Average profit: 423.9M rubles
95% confidence interval: -76.19M, 957.85M million rubles
Probability of losses is greater than 0.025 and is 0.05


(423897237.91690534, -76187813.89036272, 957846531.951783, 0.048)

In [23]:
# results for data2
risks_and_profits(target_valid_2, predicted_valid_2)

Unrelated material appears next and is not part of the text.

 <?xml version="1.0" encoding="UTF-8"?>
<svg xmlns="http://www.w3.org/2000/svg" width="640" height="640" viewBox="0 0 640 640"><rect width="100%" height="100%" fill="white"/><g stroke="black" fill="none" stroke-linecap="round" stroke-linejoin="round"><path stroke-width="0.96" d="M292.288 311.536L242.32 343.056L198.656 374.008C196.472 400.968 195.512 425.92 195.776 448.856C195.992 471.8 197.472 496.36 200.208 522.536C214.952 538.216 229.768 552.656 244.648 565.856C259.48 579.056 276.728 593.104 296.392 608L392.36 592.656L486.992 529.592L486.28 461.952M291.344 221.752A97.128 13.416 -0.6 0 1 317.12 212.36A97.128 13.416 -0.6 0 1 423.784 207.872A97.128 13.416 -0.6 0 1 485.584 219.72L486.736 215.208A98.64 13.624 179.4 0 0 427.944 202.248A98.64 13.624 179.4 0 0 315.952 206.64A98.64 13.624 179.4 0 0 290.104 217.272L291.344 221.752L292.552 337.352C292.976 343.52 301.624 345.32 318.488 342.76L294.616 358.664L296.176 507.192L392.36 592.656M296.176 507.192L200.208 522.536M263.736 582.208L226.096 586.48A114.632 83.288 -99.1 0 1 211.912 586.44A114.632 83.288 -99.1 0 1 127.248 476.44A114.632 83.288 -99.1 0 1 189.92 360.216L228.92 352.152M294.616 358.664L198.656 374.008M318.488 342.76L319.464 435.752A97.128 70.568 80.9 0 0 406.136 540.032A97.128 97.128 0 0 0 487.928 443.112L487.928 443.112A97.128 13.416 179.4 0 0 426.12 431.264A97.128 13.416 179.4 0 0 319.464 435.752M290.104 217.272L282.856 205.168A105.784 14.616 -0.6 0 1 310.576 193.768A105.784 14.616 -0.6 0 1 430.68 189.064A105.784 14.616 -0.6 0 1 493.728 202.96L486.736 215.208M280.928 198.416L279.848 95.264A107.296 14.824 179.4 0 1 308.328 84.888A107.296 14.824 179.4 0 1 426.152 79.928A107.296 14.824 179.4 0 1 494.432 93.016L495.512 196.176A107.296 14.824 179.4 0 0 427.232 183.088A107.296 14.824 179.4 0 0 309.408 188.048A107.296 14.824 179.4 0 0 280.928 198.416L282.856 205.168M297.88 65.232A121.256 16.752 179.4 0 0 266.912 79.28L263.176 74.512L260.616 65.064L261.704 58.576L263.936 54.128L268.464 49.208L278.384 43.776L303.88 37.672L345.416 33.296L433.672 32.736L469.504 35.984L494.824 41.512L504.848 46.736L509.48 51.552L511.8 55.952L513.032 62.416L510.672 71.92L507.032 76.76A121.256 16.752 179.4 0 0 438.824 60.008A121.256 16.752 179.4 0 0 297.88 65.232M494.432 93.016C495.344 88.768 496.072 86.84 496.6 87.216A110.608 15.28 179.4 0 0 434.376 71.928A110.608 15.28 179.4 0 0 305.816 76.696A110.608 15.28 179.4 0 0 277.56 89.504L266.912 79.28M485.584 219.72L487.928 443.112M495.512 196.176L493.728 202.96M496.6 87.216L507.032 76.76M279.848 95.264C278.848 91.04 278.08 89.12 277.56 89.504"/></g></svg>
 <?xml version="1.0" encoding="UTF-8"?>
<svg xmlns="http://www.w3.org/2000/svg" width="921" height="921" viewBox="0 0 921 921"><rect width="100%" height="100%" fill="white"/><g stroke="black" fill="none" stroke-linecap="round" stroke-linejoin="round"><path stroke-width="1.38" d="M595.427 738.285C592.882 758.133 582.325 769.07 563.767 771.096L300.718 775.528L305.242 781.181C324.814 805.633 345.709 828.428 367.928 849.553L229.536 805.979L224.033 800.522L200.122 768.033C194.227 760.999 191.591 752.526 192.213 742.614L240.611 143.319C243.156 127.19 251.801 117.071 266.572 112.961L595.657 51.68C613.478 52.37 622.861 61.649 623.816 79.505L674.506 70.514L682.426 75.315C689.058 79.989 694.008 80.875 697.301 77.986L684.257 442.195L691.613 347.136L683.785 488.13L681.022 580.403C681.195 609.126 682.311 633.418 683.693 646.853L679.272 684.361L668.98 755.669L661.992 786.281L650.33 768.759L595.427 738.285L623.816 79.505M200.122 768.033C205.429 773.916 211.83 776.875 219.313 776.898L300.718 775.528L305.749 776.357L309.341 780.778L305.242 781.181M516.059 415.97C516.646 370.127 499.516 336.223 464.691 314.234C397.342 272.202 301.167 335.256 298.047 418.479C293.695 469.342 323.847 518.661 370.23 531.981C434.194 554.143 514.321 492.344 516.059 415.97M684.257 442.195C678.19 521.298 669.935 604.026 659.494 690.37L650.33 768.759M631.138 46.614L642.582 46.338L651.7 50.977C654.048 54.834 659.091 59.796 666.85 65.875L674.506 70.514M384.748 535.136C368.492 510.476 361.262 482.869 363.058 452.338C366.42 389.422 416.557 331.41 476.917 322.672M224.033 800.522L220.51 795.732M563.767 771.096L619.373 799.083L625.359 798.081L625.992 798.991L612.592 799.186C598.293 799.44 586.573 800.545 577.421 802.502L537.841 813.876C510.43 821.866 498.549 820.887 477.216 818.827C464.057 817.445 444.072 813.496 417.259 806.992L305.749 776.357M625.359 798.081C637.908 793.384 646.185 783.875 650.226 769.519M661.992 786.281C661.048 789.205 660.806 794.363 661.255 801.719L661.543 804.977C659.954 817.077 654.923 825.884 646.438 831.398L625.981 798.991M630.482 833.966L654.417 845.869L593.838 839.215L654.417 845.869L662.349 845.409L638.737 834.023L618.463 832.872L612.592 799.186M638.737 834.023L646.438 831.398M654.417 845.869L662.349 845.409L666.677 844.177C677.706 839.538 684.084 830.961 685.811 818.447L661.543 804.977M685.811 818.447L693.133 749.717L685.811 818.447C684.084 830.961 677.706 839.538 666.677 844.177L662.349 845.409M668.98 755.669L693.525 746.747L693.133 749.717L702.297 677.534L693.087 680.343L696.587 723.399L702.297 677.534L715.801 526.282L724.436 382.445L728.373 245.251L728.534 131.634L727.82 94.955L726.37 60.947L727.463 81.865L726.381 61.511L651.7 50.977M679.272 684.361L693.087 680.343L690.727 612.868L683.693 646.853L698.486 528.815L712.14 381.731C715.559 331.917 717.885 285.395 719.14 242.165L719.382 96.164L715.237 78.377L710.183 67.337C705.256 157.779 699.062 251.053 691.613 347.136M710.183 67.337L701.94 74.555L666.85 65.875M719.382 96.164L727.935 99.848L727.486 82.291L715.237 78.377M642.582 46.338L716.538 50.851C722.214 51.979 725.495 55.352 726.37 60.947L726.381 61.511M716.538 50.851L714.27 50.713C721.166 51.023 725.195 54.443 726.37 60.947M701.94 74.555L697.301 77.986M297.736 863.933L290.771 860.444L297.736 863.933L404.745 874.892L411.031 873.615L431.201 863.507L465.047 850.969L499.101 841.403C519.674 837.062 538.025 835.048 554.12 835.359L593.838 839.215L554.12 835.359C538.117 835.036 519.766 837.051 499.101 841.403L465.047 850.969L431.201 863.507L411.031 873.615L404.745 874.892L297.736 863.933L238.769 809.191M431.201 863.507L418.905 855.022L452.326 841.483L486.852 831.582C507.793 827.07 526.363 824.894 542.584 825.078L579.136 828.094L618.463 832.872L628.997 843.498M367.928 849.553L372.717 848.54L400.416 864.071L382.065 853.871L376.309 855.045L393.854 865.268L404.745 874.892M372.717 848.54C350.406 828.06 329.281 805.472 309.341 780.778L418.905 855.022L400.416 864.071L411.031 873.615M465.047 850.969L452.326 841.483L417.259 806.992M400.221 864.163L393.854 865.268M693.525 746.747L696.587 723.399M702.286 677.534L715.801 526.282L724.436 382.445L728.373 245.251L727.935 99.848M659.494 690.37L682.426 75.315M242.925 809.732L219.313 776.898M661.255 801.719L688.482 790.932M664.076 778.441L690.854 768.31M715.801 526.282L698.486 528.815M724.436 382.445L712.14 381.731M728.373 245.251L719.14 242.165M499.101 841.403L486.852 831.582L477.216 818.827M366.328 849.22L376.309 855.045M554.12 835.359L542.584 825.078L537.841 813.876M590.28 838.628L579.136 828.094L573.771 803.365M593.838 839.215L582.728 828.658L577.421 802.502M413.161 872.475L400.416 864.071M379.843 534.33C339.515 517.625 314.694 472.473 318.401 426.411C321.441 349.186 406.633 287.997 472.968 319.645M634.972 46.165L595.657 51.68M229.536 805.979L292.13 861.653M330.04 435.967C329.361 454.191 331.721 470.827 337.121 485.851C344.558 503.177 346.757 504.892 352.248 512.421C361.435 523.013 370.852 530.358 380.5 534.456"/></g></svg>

Average profit: 513.26M rubles
95% confidence interval: 108.07M, 928.57M million rubles
Probability of losses is less than 0.025 and is 0.01


(513256698.9172609, 108066895.23396212, 928574439.2324963, 0.006)

In [24]:
# results for data3
risks_and_profits(target_valid_3, predicted_valid_3)

Average profit: 381.12M rubles
95% confidence interval: -142.8M, 893.38M million rubles
Probability of losses is greater than 0.025 and is 0.07


(381120359.57590145, -142800630.08786878, 893380565.7504003, 0.074)

Region 2 appears to be the best choice for development both in terms of potential average profit (510.77 million rubles) and the probability of losses (0.01). Moreover, its confidence interval is narrower compared to other regions.

**Summary:**

During the preliminary analysis, it was found that the second dataset exhibits a very strong correlation between the target feature and the feature f2. Thanks to this property, the RMSE metric of the linear regression model turned out to be the best for the second region. However, according to the prediction results, the average oil reserves are higher in the first (92.59 thousand barrels) and third regions (95.09 thousand barrels).

It was determined that the sufficient oil volume for a break-even development of a new well is 111.11 barrels. In all three regions, the average oil reserves in the old wells are less than 111.11 barrels: 93, 69, and 95 thousand barrels, respectively.

The potential average profits and risks, calculated using the bootstrap technique, are distributed as follows: 423.9 million rubles and 0.05% for the first region, 513.26 million rubles and 0.01% for the second region, 381.12 million rubles and 0.07% for the third region.

The only region where the probability of losses is less than 2.5% is the second region. Therefore, it is recommended to drill a new well in this region.